= George Thurber =

George Thurber (Providence, Rhode Island, September 2, 1821 – Passaic, New Jersey, April 2, 1890) was a United States naturalist and writer. He had a special interest in grasses of the United States.

==Biography==
He was mainly self-educated, though he did spend time at the Union Classical and Engineering School at Providence. He became a pharmacist, and lectured on chemistry at the Franklin Society in Providence. In 1850, he secured an appointment as botanist, quartermaster and commissary on a survey of the boundary between the United States and Mexico. He made an important collection of plants, and on his return to Providence was given the degree of A.M. by Brown University. He secured an appointment in the Assay Office in New York, lectured on botany in Cooper Institute and on botany and materia medica in the New York College of Pharmacy. Later he occupied the chair of botany and horticulture in the Michigan College of Agriculture but returned again to New York and to lecture at the College of Pharmacy and in 1863 became editor of the American Agriculturist, where he worked for 24 years. In 1880 he visited Europe.
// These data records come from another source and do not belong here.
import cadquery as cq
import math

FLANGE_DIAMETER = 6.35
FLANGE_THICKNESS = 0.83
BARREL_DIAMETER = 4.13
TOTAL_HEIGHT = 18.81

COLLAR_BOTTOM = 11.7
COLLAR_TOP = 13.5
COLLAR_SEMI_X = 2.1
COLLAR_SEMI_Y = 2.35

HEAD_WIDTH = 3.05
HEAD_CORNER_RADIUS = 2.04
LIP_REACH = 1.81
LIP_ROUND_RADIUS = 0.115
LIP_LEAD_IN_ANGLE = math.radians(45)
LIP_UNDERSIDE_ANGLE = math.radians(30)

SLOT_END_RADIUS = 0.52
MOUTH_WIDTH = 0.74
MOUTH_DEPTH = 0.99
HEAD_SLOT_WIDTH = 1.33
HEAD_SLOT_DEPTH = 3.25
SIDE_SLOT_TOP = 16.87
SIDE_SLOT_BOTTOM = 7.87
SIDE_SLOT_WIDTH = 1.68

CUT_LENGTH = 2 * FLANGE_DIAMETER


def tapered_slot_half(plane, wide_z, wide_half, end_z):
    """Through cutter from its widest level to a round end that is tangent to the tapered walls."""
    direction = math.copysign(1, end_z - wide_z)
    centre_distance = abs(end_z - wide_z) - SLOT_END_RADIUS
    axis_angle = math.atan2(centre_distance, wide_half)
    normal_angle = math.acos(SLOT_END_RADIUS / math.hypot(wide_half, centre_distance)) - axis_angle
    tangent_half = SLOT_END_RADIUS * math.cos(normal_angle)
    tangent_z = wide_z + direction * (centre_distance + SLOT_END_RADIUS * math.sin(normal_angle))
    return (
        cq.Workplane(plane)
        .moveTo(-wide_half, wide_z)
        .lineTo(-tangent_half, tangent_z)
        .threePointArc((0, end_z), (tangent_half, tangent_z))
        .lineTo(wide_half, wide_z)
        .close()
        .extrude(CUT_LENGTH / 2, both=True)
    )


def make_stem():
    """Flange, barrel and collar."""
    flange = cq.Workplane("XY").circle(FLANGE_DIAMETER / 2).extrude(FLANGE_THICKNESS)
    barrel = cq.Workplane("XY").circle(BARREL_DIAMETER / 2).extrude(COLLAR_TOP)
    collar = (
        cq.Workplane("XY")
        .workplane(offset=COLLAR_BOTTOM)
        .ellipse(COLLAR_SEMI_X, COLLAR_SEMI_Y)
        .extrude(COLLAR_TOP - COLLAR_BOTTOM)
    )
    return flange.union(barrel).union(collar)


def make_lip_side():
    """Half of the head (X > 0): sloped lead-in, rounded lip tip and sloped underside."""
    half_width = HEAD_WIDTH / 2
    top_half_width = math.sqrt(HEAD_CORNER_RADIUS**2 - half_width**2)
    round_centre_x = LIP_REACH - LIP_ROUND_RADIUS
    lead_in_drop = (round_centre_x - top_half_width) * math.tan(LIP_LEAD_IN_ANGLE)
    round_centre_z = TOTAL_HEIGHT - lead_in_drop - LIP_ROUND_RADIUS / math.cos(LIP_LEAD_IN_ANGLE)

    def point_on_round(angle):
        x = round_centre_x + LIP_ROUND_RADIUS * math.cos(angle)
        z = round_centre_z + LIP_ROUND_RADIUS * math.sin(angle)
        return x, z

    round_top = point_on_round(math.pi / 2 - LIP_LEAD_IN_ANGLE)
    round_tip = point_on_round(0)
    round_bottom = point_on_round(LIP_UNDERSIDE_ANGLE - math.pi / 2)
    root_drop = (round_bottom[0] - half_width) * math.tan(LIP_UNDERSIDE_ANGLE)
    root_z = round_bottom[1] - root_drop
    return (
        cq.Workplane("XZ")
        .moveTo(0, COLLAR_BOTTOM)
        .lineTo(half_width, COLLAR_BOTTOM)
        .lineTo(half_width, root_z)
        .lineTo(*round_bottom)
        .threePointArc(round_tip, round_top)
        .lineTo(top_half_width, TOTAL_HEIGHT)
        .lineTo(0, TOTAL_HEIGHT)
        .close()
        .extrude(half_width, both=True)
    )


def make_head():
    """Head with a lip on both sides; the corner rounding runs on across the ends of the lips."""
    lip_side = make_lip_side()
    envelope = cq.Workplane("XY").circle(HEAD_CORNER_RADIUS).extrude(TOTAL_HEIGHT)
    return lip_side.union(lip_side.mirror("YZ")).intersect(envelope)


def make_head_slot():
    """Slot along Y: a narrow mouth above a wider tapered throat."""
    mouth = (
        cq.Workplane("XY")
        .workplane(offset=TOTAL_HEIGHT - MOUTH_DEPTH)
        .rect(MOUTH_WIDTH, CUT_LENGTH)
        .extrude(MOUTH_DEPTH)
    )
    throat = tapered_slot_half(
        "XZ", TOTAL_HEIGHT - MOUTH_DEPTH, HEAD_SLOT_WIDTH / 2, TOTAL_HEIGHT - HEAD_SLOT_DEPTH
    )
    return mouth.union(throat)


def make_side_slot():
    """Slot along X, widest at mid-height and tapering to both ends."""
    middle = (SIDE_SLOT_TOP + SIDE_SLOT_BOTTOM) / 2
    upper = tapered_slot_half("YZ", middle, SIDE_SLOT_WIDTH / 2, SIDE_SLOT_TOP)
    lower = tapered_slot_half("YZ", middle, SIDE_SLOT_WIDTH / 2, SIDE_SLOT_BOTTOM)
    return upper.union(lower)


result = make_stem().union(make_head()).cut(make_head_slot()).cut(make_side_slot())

He was life member of the Royal Horticultural Society, life member of the American Pomological Society, an active member of the New York Academy of Sciences and corresponding member of the Philadelphia Academy. From 1873 to 1880, he was the Torrey Botanical Club's president. His collection of plants from the western United States is in the Gray Herbarium at Harvard University.
==Awards and honors==
Thurber was awarded an honorary degree from Brown University in 1865.